In early 2018, Wikidata was extended to also be able to cover lexicographical data, in order to provide a machine-readable dictionary. In late 2018, Wikimedia Commons was enhanced with the ability to record machine-readable data about its media files, based on Wikidata’s concepts and technology.

The newest wave of expansion is the Wikibase Ecosystem, where groups and organizations outside Wikimedia use the underlying software that powers Wikidata (called Wikibase[36]) to run their own knowledge graphs, which are often highly inter-connected with Wikidata and other Wikibase instances, as well as other resources on the Linked Data Web.

10 OUTLOOK

The first ten years of Wikidata are just its beginning. There is hopefully much more to come, but also much more still to do. Indeed, even the original concept has not been fully realized yet. The initial Wikidata proposal (Section 6) was split in three phases: first sitelinks, second statements, third queries. The third phase, though, has not yet been realized. It was planned to allow the community to define queries, to store and visualize the results in Wikidata, and to include these results in Wikipedia. This would have served as a forcing function to increase the uniformity of Wikidata’s structure.

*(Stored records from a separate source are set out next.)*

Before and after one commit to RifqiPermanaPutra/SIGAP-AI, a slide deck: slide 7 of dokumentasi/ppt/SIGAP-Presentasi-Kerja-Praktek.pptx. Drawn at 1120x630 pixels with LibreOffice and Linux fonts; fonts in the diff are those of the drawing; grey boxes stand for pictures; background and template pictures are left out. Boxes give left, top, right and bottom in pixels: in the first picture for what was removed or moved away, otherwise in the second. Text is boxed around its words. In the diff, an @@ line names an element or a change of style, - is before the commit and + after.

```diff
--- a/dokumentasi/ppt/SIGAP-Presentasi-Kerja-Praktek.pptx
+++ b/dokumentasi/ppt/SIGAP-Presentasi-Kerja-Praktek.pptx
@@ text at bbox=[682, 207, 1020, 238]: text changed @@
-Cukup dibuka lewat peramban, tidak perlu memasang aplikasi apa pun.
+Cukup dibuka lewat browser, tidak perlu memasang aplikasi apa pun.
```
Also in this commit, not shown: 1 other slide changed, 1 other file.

Figure 11: One of the cakes made for Wikidata’s tenth birthday: the two QIDs refer to the song Happy Birthday To You and to Wikidata

Indeed, data uniformity and coherency has emerged as one of the big challenges that Wikidata has yet to address. By selecting a flexible, statement-centric data model—inspired by SMW, and in turn by RDF—Wikidata does not enforce a fixed schema upon groups of concepts. This is a maximal departure from the historic Wikidata plan (Section 3), and even from the more flexible (but still template-based) Freebase. There are advantages to such flexibility (e.g., Freebase struggled with evolving schemas or unexpected needs), but it also leads to reduced coherence and uniformity across groups of similar concepts, which is an obstacle to re-use.

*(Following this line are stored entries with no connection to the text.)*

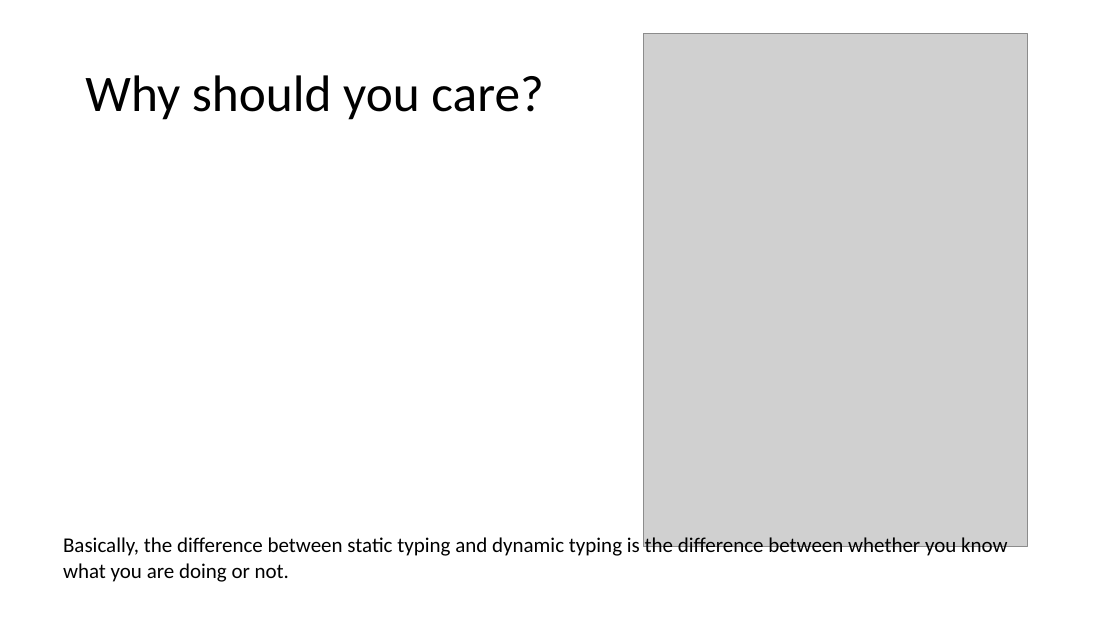
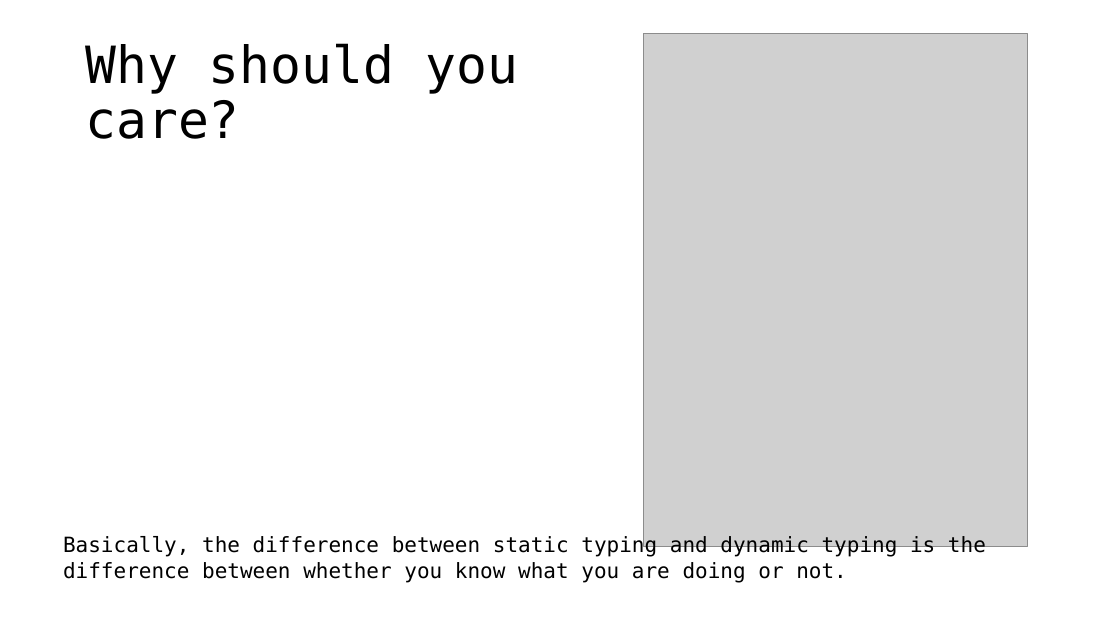
Before and after one commit to seanwestfall/algorithm_w_presentation, a slide deck: slide 8 of Presentation1.pptx. Drawn at 1120x630 pixels with LibreOffice and Linux fonts; fonts in the diff are those of the drawing; grey boxes stand for pictures. Boxes give left, top, right and bottom in pixels: in the first picture for what was removed or moved away, otherwise in the second. Text is boxed around its words. In the diff, an @@ line names an element or a change of style, - is before the commit and + after.

```diff
--- a/Presentation1.pptx
+++ b/Presentation1.pptx
@@ title "Why should you care?" at (x1=85, y1=43, x2=518, y2=139): font Calibri to DejaVu Sans Mono @@
@@ text "Basically, the difference between static ..." at (x1=63, y1=535, x2=986, y2=583): font Calibri to DejaVu Sans Mono @@
```
Also in this commit, not shown: 5 other slides changed.

On-going and future developments may help to address this, while unlocking additional new uses of the data. Two notable Wikimedia projects under current development are Wikifunctions and Abstract Wikipedia [69], both led by Vrandečić. These closely-related projects have a number of goals. Most prominently, Abstract Wikipedia is working towards extending knowledge representation beyond Wikidata such that one can abstractly capture the contents and structure of Wikipedia articles. Building on top of the data and lexicographic knowledge in Wikidata, these abstract representations will then be used to generate encyclopedic content in many more languages, providing a baseline of knowledge in the hundreds of languages of Wikipedia. This will also require significantly more lexicographic knowledge of Wikidata than currently available (about 1,000,000 Lexemes in 1,000 languages as of February 2023).

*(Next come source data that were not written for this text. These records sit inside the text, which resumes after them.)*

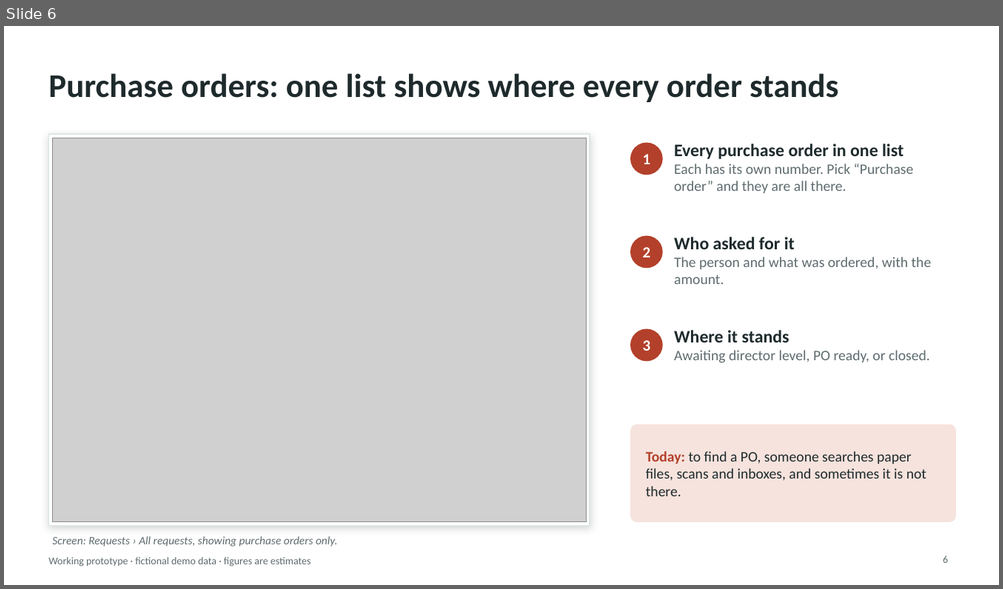
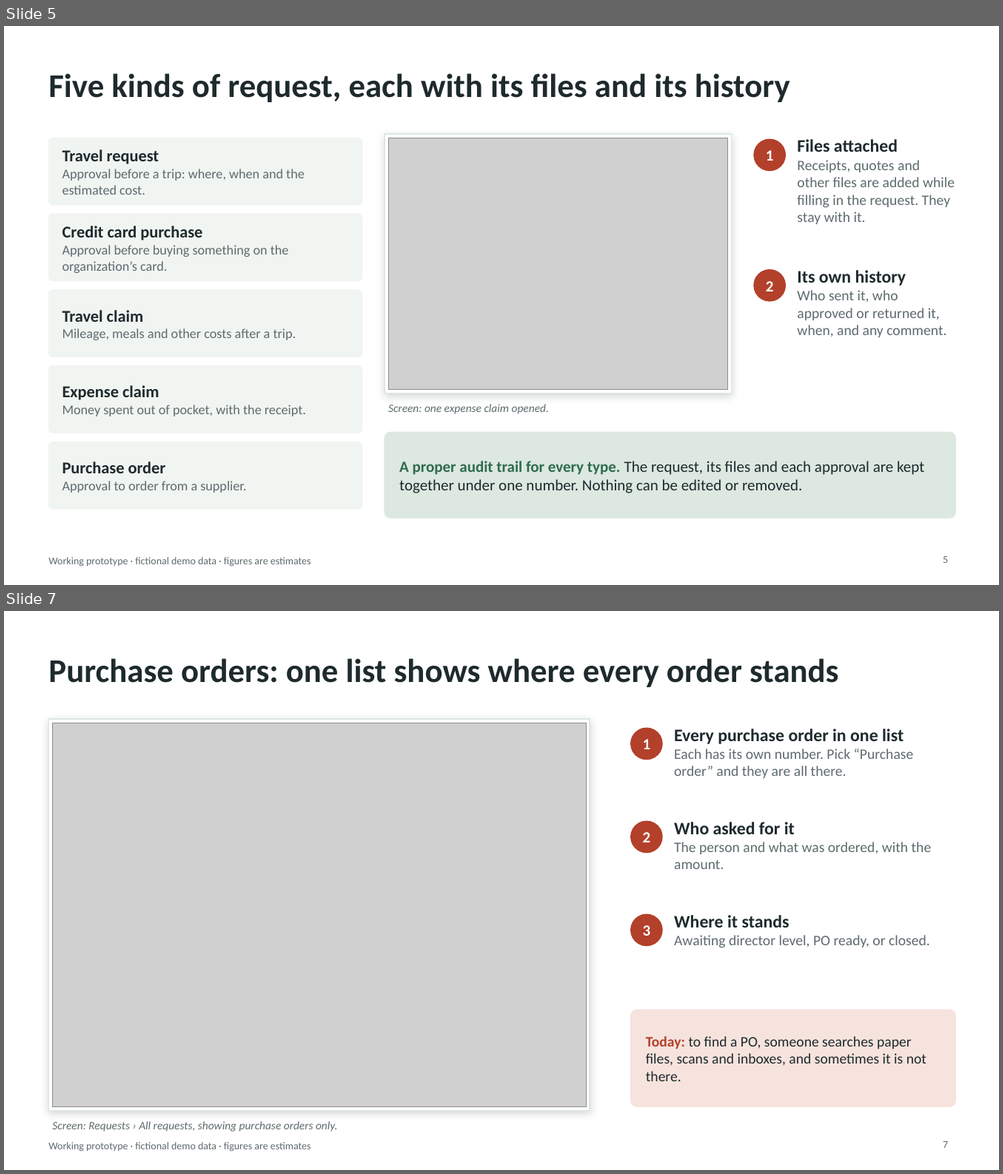
Before and after one commit to AndalibOlee/Portfolio, a slide deck: demo-platform/docs/DEMO_Executive_Presentation.pptx. Shown one above the other, each under a label of ours: slide 6 before the commit, slides 5 and 7 after it; the slides between them are not shown. The pictures are 1003x589 and 1003x1174 pixels, drawn with LibreOffice and Linux fonts; fonts in the diff are those of the drawing; grey boxes stand for pictures. Boxes give left, top, right and bottom in pixels: in the first picture for what was removed or moved away, otherwise in the second. Text is boxed around its words. In the diff, an @@ line names an element or a change of style, - is before the commit and + after.

```diff
--- a/demo-platform/docs/DEMO_Executive_Presentation.pptx
+++ b/demo-platform/docs/DEMO_Executive_Presentation.pptx
@@ slide 5 added at (4, 26, 999, 585), background #FFFFFF; not listed: 1 template element that a slide beside it also shows @@
@@ title added at (48, 73, 790, 102), 32 pt, text #1E2A2C, bold @@
+Five kinds of request, each with its files and its history
@@ rectangle added at (384, 134, 731, 394), fill #FFFFFF, outline #DCE8E0 1 pt @@
@@ rounded rectangle added at (48, 138, 362, 205), fill #F1F5F2, outline #F1F5F2 1 pt @@
@@ text added at (62, 150, 304, 195), 13 pt, text #5E6B6E @@
+Travel request
+Approval before a trip: where, when and the estimated cost.
@@ picture added at (388, 138, 728, 390) @@
@@ ellipse added at (754, 139, 785, 171), fill #B3402A, outline #B3402A 1 pt @@
@@ text added at (765, 150, 774, 161), 15 pt, text #FFFFFF, bold @@
+1
@@ text added at (797, 139, 954, 224), 14 pt, text #5E6B6E @@
+Files attached
+Receipts, quotes and other files are added while filling in the request. They stay with it.
@@ rounded rectangle added at (48, 214, 362, 281), fill #F1F5F2, outline #F1F5F2 1 pt @@
@@ text added at (62, 226, 289, 273), 13 pt, text #5E6B6E @@
+Credit card purchase
+Approval before buying something on the organization’s card.
@@ rounded rectangle added at (48, 290, 362, 358), fill #F1F5F2, outline #F1F5F2 1 pt @@
@@ ellipse added at (754, 270, 785, 301), fill #B3402A, outline #B3402A 1 pt @@
@@ text added at (765, 281, 774, 292), 15 pt, text #FFFFFF, bold @@
+2
@@ text added at (797, 270, 946, 338), 14 pt, text #5E6B6E @@
+Its own history
+Who sent it, who approved or returned it, when, and any comment.
@@ text added at (62, 310, 296, 340), 13 pt, text #5E6B6E @@
+Travel claim
+Mileage, meals and other costs after a trip.
@@ rounded rectangle added at (48, 366, 362, 434), fill #F1F5F2, outline #F1F5F2 1 pt @@
@@ text added at (62, 386, 306, 417), 13 pt, text #5E6B6E @@
+Expense claim
+Money spent out of pocket, with the receipt.
@@ text added at (388, 404, 549, 414), 11 pt, text #5E6B6E, italic @@
+Screen: one expense claim opened.
@@ rounded rectangle added at (48, 443, 362, 509), fill #F1F5F2, outline #F1F5F2 1 pt @@
@@ rounded rectangle added at (384, 432, 956, 518), fill #DCE8E0, outline #DCE8E0 1 pt @@
@@ text added at (62, 462, 246, 493), 13 pt, text #5E6B6E @@
+Purchase order
+Approval to order from a supplier.
@@ text added at (399, 461, 924, 494), 15 pt, text #1E2A2C @@
+A proper audit trail for every type. The request, its files and each approval are kept together under one number. Nothing can be edited or removed.
@@ page number added at (942, 557, 948, 563), 10 pt, text #5E6B6E @@
+5
@@ what was slide 6 is now slide 7 @@
@@ page number at (942, 1142, 948, 1148): text changed @@
-6
+7
```
Also in this commit, not shown: 9 slides changed, 1 slide removed, 13 other files.

Wikifunctions in turn is envisioned as a wiki-based repository of executable functions, described in community-curated source code. These functions will in particular be used to access and transform data in Wikidata, in order to generate views on the data. These views—tables, graphs, text—can then be integrated into Wikipedia. This is a return to the goals of the original Phase 3, which would increase both the incentives to make the data more coherent, and the visibility and reach of the data as such. This may then lead to improved correctness and completeness of the data, since only data that is used is data that is good (a corollary to Linus’s law of “given enough eyeballs, all bugs are shallow” [54]).

Returning to Wikidata itself, there are also many important tasks and developments still ahead. Editors need continued support to maintain data quality and increase coherence, an everlasting challenge in an open and dynamic system. Together with easier access methods, this should enable more applications, services, and research on top of the data and increase Wikidata’s impact further. In addition, Wikidata still has a long way to go to fully realize its potential as a support system for the Wikimedia projects.

Another aspect of Wikidata that we think needs further development is how to more effectively share semantics—within Wikidata itself, with other Wikimedia projects, and with the world in general. Wikidata is not based on a standard semantics such as OWL [22], although community modeling is strongly inspired by some of the expressive features developed for ontologies. The intended modeling of data is communicated through documentation on wikidata.org, shared SPARQL query patterns, and Entity Schemas in ShEx [52]. Nevertheless, the intention of modeling patterns and individual statements often remains informal, vague, and ambiguous. As Krötzsch argued in his ISWC 2022 keynote [32], a single, fixed semantic model could not be enough for all uses and perspectives required for Wikidata (or the Web as a whole), yet some sufficiently formal, unambiguous, and declarative way of sharing intended interpretations is still needed. A variety of powerful knowledge representation languages could be used for this purpose, but we still lack both infrastructure and best practices to use them effectively in such complex applications.

The above are mainly the wishes and predictions of the authors. The beauty of Wikidata is, however, that many people have used the system and data in ways we never have imagined, and we hope and expect that the future will continue to surprise us.

ACKNOWLEDGMENTS

Many people have played important parts in this short history of Wikidata. Thanks are due to all who have contributed their skills, ideas, and significant own time, often as volunteers. We thank all developers of Semantic MediaWiki, especially the early supporters S Page, Yaron Koren, MW James, Siebrand Mazeland of translatewiki.net, and the long-term contributors and current maintainers Jeroen De Dauw and Karsten Hofmeyer.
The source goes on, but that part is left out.